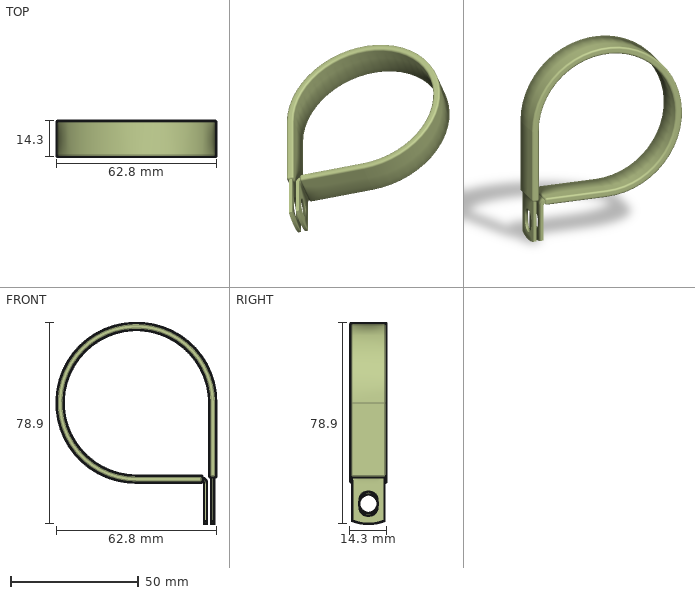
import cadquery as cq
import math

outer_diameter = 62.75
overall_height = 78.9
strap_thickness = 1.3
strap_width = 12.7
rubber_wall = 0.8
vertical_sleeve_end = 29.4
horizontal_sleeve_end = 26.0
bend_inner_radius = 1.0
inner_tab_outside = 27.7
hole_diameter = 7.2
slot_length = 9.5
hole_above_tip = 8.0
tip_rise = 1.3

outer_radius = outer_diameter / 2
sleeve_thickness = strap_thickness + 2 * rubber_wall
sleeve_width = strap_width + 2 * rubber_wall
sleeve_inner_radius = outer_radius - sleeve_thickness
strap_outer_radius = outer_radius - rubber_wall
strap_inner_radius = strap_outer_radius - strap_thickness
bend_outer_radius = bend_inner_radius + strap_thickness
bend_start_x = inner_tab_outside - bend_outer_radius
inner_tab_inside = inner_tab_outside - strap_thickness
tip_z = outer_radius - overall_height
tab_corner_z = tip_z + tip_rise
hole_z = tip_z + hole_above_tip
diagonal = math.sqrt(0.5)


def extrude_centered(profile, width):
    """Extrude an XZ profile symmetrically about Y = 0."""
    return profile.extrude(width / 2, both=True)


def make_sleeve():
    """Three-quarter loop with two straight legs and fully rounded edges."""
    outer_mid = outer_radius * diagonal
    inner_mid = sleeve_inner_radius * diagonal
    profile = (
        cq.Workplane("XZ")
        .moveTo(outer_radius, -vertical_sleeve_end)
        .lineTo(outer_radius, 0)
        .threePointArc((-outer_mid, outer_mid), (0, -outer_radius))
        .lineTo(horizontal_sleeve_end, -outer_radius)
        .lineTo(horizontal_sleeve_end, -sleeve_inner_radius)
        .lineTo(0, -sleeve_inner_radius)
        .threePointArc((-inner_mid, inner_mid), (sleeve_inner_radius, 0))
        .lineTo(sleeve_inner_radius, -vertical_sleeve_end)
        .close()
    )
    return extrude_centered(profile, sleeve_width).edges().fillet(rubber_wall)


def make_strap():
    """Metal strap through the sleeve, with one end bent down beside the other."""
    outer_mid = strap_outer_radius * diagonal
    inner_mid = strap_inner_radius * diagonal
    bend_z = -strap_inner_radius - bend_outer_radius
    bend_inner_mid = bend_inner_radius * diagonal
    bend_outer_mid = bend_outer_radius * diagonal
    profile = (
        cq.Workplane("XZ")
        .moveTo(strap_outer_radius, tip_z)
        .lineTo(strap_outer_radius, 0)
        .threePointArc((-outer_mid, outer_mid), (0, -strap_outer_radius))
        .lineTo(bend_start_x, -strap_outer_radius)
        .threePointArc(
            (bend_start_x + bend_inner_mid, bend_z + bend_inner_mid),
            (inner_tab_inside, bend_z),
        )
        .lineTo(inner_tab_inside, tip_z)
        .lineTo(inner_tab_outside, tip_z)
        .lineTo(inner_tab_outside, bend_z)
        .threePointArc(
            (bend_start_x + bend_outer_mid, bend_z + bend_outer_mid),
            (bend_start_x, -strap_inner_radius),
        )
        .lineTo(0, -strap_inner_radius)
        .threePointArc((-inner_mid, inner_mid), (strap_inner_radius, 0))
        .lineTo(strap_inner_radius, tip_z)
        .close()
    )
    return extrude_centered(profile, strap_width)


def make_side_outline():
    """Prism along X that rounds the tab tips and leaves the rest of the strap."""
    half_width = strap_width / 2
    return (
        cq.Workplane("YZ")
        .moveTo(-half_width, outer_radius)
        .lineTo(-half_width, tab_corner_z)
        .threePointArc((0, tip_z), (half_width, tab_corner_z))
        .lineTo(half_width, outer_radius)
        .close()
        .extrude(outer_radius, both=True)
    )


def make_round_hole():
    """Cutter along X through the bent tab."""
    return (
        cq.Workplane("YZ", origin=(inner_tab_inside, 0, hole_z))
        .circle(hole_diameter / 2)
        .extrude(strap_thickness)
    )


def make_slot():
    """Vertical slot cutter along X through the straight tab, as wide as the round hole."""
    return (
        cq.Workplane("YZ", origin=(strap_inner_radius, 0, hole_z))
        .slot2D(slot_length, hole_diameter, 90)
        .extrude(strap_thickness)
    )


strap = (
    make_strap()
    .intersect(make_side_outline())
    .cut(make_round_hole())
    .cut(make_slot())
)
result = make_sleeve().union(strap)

### Task brief
Among the lines above, please find those with "both" and copy them.

### Response
    return profile.extrude(width / 2, both=True)
        .extrude(outer_radius, both=True)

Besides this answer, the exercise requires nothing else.